Euclid’s Proof: Why There Are Infinitely Many Prime Numbers in Simple Terms

Prime numbers are like the building blocks of all whole numbers – integers greater than 1 that have no divisors other than 1 and themselves. Examples include 2, 3, 5, and 7 (note that 2 is the only even prime number).

But how do we know there are infinitely many primes? Euclid, the great Greek mathematician, provided a beautiful argument to prove that they are endless.

The core of Euclid's proof is a "proof by contradiction," where you:

1. Assume the opposite of what you want to prove.
2. Show that this assumption leads to an impossible situation.
3. Conclude that the assumption must be false, proving the original claim.

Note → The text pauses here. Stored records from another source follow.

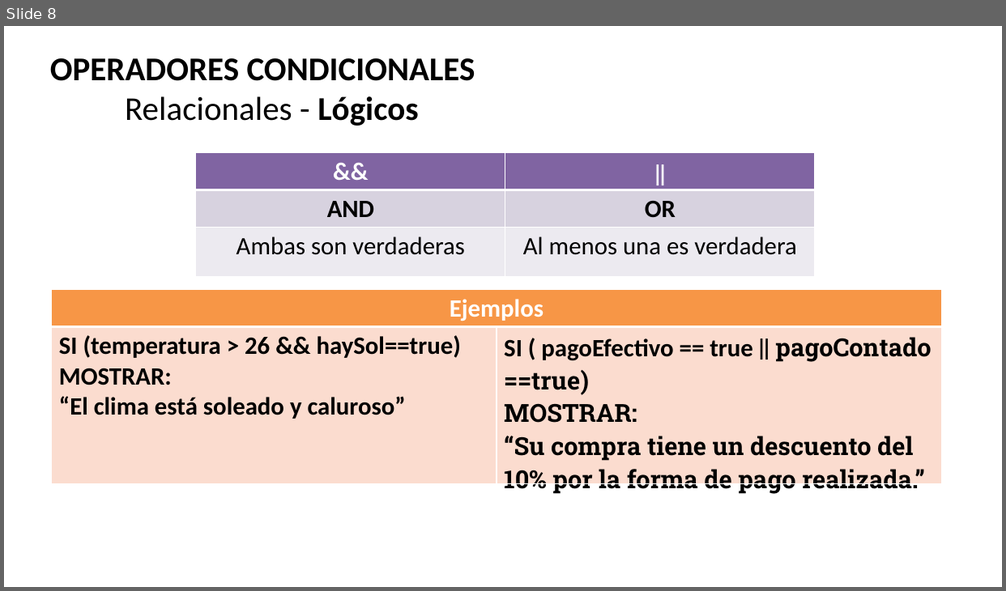
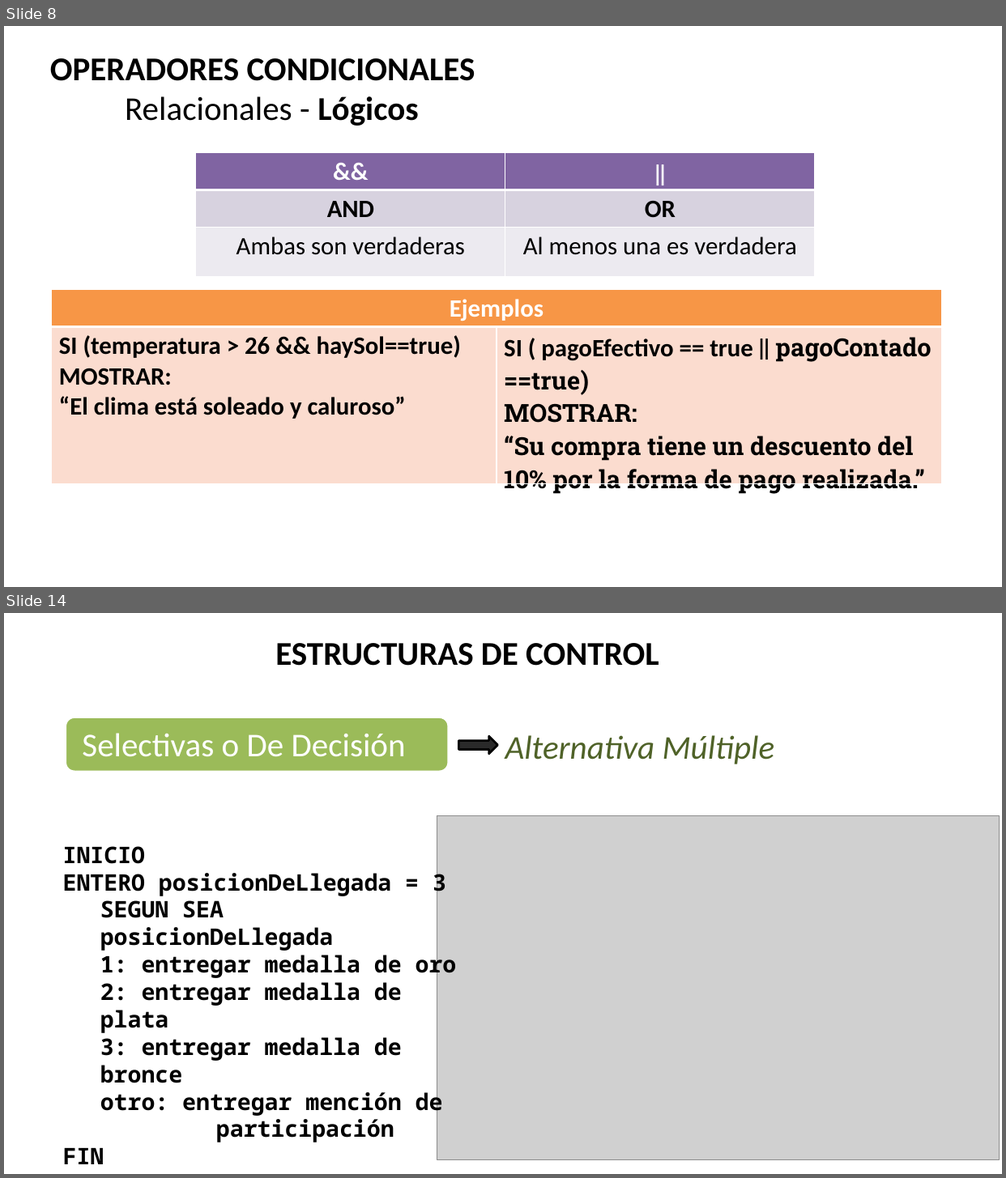
Before and after one commit to 111milprogramadoresLujan/Primer-Ciclo, a slide deck: Elementos de un Programa.pptx. Shown one above the other, each under a label of ours: slide 8 before the commit, slides 8 and 14 after it; the slides between them are not shown. The pictures are 1006x591 and 1006x1178 pixels, drawn with LibreOffice and Linux fonts; fonts in the diff are those of the drawing; grey boxes stand for pictures; background and template pictures are left out. Boxes give left, top, right and bottom in pixels: in the first picture for what was removed or moved away, otherwise in the second. Text is boxed around its words. In the diff, an @@ line names an element or a change of style, - is before the commit and + after.

```diff
--- a/Elementos de un Programa.pptx
+++ b/Elementos de un Programa.pptx
@@ slide 14 added at [4,613,1002,1174], background #FFFFFF @@
@@ text added at [275,643,658,666], 32 pt, text #000000, bold @@
+ESTRUCTURAS DE CONTROL
@@ rounded rectangle added at [66,717,449,772], fill #9BBB59, outline #FFFFFF 2 pt @@
@@ text added at [82,733,406,757], 32 pt, text #FFFFFF @@
+Selectivas o De Decisión
@@ left arrow added at [459,736,498,755], fill #2A2A2A, outline #000000 2 pt @@
@@ text added at [505,735,775,764], 32 pt, text #4F6228, italic @@
+Alternativa Múltiple
@@ picture added at [437,815,999,1161] @@
@@ text added at [63,846,457,1116], 22 pt, text #000000, bold @@
+INICIO
+ENTERO posicionDeLlegada = 3
+  SEGUN SEA posicionDeLlegada
+  1: entregar medalla de oro
+  2: entregar medalla de plata
+  3: entregar medalla de bronce
+  otro: entregar mención de participación
+FIN
```
Also in this commit, not shown: 5 other slides added.

In this case, we want to prove there are infinitely many primes. So, let’s assume the opposite: that there are only a finite number of primes.

Step 1: Assume a Finite List of Primes
Let’s suppose we have a complete, finite list of all prime numbers: p1, p2, ..., pk. For example, this list could be 2, 3, 5, ... up to some last prime pk.

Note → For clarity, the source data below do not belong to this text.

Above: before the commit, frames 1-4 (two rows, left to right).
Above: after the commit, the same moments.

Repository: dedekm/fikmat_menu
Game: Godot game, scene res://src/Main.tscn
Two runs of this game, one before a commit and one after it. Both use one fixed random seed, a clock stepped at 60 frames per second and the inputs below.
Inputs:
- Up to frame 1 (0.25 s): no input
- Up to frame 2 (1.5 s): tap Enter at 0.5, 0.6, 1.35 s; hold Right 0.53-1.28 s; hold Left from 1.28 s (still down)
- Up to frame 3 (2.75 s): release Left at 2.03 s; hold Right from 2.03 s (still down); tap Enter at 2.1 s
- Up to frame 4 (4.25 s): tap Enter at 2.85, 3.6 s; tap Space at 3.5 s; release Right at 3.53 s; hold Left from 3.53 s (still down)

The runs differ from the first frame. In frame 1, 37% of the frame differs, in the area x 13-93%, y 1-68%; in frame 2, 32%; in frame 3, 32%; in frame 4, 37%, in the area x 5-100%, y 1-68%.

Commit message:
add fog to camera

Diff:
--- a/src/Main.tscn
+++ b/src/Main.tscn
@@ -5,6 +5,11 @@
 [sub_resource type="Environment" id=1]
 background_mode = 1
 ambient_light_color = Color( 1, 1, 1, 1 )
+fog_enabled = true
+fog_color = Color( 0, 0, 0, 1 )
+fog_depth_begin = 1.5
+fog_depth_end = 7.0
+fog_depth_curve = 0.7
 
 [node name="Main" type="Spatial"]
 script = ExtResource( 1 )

If our assumption is correct, no more primes exist beyond this list.

Step 2: Construct a New Number
Now comes the clever part. We will construct a new number, N, using all the primes in our list. Multiply them together and add 1:

N = p1 × p2 × p3 × ... × pk + 1.

For example, if our primes were 2, 3, and 5, then N would be:

N = 2 × 3 × 5 + 1 = 30 + 1 = 31.

Step 3: What Makes N Special?
This number N has two key properties:

• N is greater than any prime in our list.
  
• Most importantly, N is not divisible by any of the primes in our list.

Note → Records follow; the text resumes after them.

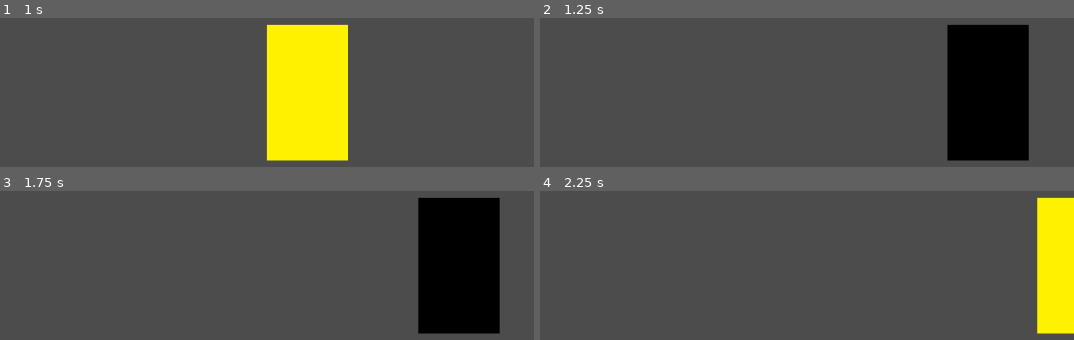
Above: before the commit, frames 1-4 (two rows, left to right).
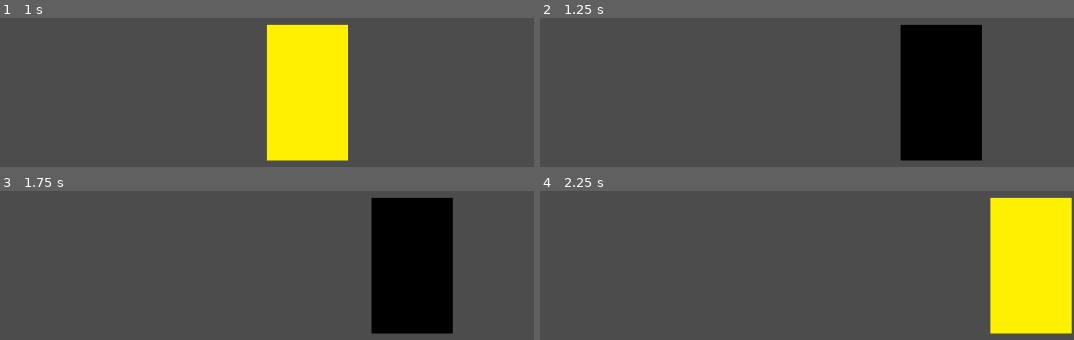
Above: after the commit, the same moments.

Repository: stany033/nature
Game: Godot game, scene res://scenes/MainGame.tscn
Same seed, same stepped clock (60 frames per second), same inputs: the game is played once before the commit and once after it.
Inputs (mouse positions are in pixels of both pictures, inside the frame that each line leads up to):
- Up to frame 1 (1 s): tap Enter at 0.5 s; move the mouse to (309, 38) at 0.52 s; hold Right from 0.53 s (still down); tap Space (dash) at 0.6 s; click (309, 38) at 0.67 s
- Up to frame 2 (1.25 s): keep holding Right
- Up to frame 3 (1.75 s): release Right at 1.25 s; drag from (outside the picture) to (outside the picture) at 1.27 s
- Up to frame 4 (2.25 s): tap Space (dash) at 2 s; move the mouse to (outside the picture) at 2.02 s; hold Right from 2.03 s (still down); tap Backspace at 2.1 s

Frame 1 is identical in both runs. In frame 2, 16% of the frame differs, in the area x 67-92%, y 4-96%; in frame 3, 16%; in frame 4, 8.8%.

Commit message:
Cambio menor a dash (timing)

Diff:
--- a/scenes/characters/Character.tscn
+++ b/scenes/characters/Character.tscn
@@ -119,7 +119,7 @@
 
 [sub_resource type="Animation" id=4]
 resource_name = "dash"
-length = 0.5
+length = 0.4
 step = 0.05
 tracks/0/type = "value"
 tracks/0/path = NodePath("Sprite:texture")
@@ -128,7 +128,7 @@
 tracks/0/imported = false
 tracks/0/enabled = true
 tracks/0/keys = {
-"times": PoolRealArray( 0, 0.1, 0.5 ),
+"times": PoolRealArray( 0, 0.1, 0.4 ),
 "transitions": PoolRealArray( 1, 1, 1 ),
 "update": 1,
 "values": [ ExtResource( 2 ), ExtResource( 3 ), ExtResource( 1 ) ]
@@ -140,7 +140,7 @@
 tracks/1/imported = false
 tracks/1/enabled = true
 tracks/1/keys = {
-"times": PoolRealArray( 0.1, 0.5 ),
+"times": PoolRealArray( 0.1, 0.4 ),
 "transitions": PoolRealArray( 1, 1 ),
 "values": [ {
 "args": [  ],
Not shown, added: assets/music/Proyecto GameJam.wav.import

Why Isn’t N Divisible by Any Primes?
If you divide N by any prime pi from the list, you get a remainder of 1. This is because:

N = (p1 × p2 × ... × pk) + 1.

The product part (p1 × p2 × ... × pk) is exactly divisible by pi, but adding 1 leaves a remainder of 1.

For example, let’s say our list of primes is 2, 3, and 5. Then:

• P = 2 × 3 × 5 = 30.
  
• N = P + 1 = 30 + 1 = 31.

When you divide 31 by any of the primes in the list:

• 31 ÷ 2 = 15 remainder 1.
  
• 31 ÷ 3 = 10 remainder 1.
  
• 31 ÷ 5 = 6 remainder 1.

In each case, the remainder is 1, so N is not divisible by 2, 3, or 5. Therefore, N must either be a new prime or have a prime factor not in the original list.

Step 4: The Contradiction

This leads to a contradiction. If our list was supposed to contain all primes, then we shouldn’t be able to find a number like  that either is a new prime or has a new prime factor. But we did, so our original assumption must be false.

Therefore, the prime numbers cannot be finite. There must be infinitely many prime numbers.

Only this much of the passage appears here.